The black dye is creating some issues with the color of the leather.. when it changes I promise I will post it.

My guess is the soonest would be would be well after the holidays, if it at all.  I WILL check again when I talk to Becca this week but this what I was told when we discussed it last


----------



## Neo (Mar 30, 2009)

Dear Patrizia,

Not to be annoying or anything, as I for one REALLY appreciate all your help and info sharing on my favorite subject: OBERON  !!!

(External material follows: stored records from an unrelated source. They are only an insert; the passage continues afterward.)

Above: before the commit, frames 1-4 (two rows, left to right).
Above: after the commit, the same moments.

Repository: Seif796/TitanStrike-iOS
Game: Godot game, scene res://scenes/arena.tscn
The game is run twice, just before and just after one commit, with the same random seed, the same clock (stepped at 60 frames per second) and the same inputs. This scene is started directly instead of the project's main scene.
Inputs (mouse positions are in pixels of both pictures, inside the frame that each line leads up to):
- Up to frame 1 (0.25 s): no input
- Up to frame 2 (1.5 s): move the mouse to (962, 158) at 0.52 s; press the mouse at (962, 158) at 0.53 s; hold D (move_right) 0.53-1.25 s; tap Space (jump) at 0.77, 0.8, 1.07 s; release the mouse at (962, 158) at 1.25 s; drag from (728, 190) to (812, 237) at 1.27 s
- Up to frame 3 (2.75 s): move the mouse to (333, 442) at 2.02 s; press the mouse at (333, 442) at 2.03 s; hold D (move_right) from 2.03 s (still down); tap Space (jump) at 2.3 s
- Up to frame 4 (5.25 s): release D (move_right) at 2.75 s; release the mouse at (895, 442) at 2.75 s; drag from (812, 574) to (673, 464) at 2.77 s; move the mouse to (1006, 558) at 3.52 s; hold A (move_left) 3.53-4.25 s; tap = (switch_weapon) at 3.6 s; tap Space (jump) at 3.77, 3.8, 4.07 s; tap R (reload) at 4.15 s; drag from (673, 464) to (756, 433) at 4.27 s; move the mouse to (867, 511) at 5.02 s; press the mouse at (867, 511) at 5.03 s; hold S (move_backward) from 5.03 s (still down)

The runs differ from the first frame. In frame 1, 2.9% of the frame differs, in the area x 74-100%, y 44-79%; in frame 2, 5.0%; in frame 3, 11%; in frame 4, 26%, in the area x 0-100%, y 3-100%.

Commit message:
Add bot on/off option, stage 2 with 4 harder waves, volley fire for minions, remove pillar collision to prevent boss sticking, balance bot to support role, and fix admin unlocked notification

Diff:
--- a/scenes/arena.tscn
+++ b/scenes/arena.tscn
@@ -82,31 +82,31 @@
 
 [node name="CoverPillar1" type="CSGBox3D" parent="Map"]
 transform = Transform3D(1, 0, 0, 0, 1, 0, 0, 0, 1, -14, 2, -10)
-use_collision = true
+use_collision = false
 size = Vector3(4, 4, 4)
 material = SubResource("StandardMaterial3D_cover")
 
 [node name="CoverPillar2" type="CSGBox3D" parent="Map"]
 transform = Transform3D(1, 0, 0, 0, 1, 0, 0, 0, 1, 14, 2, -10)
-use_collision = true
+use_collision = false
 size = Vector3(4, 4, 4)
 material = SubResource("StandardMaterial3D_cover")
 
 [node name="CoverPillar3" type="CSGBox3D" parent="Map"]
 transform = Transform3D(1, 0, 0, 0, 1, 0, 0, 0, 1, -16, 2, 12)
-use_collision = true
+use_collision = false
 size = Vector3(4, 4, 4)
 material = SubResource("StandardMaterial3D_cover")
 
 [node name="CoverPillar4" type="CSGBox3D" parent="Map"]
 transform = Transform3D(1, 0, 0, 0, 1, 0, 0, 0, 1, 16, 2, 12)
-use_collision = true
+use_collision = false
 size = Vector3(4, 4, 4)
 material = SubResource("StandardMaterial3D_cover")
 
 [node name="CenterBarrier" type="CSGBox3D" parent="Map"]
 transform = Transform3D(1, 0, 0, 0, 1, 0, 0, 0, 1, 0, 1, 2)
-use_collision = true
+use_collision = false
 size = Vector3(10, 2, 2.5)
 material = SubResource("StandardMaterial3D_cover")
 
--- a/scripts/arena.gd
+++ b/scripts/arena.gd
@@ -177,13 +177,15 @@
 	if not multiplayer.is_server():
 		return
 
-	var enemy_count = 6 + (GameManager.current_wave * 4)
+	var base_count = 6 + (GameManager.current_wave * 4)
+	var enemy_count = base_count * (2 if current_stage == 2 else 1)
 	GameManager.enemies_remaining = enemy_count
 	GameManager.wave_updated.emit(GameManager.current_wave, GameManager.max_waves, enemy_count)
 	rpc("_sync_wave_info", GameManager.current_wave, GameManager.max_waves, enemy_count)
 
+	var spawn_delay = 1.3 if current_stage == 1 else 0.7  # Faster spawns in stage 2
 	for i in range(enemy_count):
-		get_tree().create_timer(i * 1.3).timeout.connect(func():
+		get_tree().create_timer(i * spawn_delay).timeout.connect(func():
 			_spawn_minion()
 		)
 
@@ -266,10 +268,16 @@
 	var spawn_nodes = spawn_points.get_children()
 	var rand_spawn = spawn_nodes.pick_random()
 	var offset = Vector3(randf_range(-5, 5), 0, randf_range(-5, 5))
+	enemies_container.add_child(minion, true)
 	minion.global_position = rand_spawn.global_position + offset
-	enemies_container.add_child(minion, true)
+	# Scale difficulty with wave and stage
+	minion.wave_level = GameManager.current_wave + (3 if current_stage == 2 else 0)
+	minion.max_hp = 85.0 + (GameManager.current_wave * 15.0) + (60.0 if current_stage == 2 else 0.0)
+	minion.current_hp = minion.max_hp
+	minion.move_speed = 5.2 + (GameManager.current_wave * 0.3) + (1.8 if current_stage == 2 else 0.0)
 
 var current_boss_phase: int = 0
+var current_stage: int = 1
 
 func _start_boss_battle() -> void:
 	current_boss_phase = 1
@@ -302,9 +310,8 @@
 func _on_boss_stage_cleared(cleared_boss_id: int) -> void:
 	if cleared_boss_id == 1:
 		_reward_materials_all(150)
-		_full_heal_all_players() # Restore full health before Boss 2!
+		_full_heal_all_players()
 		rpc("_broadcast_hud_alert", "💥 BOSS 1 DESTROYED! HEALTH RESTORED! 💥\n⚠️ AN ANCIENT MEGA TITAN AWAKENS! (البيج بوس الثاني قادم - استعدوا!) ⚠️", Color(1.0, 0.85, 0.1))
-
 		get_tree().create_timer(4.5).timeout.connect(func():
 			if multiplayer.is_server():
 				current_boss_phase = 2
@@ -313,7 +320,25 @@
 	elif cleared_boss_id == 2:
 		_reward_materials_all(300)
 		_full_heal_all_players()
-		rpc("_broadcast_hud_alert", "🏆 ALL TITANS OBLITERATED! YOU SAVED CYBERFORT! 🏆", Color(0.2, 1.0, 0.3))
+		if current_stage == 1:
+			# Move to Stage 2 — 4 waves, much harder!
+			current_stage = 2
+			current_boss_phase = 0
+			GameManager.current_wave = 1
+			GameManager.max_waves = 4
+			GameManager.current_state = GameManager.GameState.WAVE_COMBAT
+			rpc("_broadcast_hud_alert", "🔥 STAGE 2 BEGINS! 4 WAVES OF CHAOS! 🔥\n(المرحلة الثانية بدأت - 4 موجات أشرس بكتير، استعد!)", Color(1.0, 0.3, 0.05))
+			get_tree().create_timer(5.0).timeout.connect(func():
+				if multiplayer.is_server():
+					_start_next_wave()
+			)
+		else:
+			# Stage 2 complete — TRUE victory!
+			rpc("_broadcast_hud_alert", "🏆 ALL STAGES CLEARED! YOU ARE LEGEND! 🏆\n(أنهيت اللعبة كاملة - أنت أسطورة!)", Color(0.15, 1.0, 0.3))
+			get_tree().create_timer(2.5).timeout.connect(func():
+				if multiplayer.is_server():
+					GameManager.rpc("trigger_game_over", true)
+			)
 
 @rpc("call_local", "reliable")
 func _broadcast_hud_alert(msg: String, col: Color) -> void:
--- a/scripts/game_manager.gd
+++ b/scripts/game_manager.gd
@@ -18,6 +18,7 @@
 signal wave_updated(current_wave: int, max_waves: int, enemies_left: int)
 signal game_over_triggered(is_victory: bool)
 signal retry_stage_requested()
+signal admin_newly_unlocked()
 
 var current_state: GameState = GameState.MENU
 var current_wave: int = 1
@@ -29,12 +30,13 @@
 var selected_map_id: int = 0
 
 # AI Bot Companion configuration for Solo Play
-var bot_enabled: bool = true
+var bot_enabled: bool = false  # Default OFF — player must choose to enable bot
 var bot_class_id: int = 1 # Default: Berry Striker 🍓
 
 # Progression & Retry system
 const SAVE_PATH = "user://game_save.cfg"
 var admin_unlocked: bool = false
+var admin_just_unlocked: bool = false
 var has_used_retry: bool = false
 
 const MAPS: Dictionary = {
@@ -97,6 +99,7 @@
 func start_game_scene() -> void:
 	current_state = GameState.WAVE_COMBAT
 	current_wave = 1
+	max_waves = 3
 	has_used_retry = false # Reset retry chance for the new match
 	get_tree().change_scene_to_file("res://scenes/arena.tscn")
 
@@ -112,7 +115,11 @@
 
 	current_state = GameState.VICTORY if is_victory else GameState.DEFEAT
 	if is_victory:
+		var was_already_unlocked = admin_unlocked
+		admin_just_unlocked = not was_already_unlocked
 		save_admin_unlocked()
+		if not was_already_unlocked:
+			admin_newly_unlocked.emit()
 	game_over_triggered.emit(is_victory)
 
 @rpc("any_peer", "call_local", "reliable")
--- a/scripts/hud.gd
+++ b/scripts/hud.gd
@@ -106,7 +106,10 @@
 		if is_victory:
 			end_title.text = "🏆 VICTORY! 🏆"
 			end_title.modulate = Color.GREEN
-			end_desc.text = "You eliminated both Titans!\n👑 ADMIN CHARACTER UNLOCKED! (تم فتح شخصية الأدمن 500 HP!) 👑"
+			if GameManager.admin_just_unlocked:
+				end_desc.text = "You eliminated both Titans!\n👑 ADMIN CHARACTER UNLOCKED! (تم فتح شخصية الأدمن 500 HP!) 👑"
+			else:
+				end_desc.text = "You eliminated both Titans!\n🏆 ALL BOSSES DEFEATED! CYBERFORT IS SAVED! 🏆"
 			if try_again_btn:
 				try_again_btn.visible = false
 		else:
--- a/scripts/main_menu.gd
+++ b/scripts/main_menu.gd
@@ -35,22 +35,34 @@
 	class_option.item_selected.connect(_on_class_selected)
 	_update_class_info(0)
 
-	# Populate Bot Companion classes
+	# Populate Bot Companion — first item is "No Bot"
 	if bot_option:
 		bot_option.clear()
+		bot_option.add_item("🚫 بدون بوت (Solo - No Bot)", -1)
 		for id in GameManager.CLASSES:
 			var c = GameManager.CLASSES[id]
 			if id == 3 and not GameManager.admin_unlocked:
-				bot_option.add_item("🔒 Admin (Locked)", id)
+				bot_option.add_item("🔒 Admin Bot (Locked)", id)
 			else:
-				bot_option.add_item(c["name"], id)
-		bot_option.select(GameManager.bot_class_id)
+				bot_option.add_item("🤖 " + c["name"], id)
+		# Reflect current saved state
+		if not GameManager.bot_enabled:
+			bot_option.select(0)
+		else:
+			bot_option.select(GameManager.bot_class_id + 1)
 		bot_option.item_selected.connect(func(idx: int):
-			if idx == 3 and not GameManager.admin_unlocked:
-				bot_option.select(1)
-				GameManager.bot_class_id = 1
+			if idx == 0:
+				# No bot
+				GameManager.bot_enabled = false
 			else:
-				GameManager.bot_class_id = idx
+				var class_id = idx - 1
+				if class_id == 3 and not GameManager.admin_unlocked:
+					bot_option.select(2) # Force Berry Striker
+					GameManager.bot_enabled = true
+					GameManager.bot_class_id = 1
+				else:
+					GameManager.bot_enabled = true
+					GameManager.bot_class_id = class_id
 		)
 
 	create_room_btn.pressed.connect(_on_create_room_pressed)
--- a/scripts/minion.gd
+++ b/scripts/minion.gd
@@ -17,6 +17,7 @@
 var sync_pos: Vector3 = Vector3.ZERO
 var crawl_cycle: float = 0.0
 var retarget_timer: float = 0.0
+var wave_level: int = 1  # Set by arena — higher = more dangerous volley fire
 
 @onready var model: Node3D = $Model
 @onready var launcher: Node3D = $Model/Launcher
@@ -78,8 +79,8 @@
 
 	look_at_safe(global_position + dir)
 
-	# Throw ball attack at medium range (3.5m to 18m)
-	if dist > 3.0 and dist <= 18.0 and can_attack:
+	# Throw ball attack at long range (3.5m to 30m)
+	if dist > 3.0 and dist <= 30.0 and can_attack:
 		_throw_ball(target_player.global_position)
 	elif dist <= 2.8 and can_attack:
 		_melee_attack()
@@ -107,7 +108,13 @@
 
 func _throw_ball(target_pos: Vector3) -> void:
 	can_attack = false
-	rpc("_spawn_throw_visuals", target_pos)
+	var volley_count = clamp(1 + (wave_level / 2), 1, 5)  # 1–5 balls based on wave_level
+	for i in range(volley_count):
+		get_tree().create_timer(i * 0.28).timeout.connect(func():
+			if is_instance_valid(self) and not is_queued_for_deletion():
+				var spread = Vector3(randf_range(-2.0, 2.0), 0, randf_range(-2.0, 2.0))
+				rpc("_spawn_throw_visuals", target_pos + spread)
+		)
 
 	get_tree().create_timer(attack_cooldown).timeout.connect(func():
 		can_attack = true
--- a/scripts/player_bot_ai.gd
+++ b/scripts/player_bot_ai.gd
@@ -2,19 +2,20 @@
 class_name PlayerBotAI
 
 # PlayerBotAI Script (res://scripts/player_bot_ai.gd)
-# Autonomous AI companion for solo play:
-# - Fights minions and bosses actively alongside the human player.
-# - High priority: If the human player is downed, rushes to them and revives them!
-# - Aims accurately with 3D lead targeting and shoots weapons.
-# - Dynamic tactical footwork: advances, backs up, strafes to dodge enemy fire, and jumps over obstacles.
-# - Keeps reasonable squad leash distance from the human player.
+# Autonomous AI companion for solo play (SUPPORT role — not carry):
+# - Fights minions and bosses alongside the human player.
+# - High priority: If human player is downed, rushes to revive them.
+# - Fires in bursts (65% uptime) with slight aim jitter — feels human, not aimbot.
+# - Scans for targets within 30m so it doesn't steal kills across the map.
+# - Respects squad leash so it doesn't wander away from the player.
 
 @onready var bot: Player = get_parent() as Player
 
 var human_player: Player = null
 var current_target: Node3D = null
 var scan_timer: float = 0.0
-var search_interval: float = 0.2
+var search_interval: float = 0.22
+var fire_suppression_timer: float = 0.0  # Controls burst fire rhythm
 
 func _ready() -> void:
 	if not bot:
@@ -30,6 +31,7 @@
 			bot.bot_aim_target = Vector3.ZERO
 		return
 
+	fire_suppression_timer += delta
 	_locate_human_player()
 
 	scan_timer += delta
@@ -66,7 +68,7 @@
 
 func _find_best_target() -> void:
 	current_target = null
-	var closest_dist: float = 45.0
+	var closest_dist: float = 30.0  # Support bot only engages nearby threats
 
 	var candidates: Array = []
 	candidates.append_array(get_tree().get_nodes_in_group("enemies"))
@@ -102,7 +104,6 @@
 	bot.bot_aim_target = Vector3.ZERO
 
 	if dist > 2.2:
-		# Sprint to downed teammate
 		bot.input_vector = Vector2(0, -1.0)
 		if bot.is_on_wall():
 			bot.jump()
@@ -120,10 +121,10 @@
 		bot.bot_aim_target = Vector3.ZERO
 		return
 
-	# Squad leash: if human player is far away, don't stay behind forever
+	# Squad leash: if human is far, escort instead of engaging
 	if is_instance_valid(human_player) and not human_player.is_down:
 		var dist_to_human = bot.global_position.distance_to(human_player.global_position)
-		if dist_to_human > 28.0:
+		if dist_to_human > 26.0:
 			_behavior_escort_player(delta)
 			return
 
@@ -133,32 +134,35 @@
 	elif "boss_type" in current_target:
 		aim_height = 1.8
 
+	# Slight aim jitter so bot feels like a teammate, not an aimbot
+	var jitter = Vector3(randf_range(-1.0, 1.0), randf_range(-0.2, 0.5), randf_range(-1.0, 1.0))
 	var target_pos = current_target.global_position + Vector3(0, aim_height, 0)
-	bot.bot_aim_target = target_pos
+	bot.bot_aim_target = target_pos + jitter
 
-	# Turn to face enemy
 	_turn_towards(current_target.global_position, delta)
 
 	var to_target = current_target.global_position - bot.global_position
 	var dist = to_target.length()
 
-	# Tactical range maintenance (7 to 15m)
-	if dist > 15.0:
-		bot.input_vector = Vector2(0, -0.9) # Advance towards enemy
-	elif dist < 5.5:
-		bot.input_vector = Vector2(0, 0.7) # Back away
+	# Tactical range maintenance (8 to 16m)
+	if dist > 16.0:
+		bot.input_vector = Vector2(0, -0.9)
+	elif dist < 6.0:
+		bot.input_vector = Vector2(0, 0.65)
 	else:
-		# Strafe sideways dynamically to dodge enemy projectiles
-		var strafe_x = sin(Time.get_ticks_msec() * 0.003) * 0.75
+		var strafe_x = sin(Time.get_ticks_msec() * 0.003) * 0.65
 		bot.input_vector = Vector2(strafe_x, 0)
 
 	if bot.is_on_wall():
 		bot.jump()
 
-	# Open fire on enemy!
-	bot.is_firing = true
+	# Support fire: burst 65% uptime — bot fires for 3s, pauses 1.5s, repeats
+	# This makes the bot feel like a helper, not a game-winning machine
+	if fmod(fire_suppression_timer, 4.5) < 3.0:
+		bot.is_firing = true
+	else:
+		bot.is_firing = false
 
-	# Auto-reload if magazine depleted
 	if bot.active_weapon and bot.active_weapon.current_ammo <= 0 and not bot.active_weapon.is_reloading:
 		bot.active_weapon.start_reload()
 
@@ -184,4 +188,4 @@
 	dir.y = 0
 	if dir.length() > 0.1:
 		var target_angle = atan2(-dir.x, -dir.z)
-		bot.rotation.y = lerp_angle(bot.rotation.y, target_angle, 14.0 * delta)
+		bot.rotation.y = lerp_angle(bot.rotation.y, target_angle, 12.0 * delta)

But... You were actually the one who gave us the impression that it was only going to be a few days until the hummingbirds were back, and I just digged out the below from another thread you started on the same subject, and this is what you wrote at the time:



"okay you guys are WAY too quick.. LOL.. Becca was hoping this would go by unnoticed.. but here is good news

We were hoping you would'nt notice 


here is the detail information.  The Red is a problem with the dye, its not coming out right due to the amount of black they have to  add to create the design.. lots of them are either coming out wrong or they are hit and miss.. So for now the red is being replaced

the Hummingbird is NOT gone , but being revamped.. the design will be the same and as of right now they are keeping the sky blue but will either offer the other color in wine or saddle, they have not decided yet but within a few days it will be back.. Its just being fixed.  So no worries.. unless you had your heart set on red.  Its just being retooled (pardon the pun)"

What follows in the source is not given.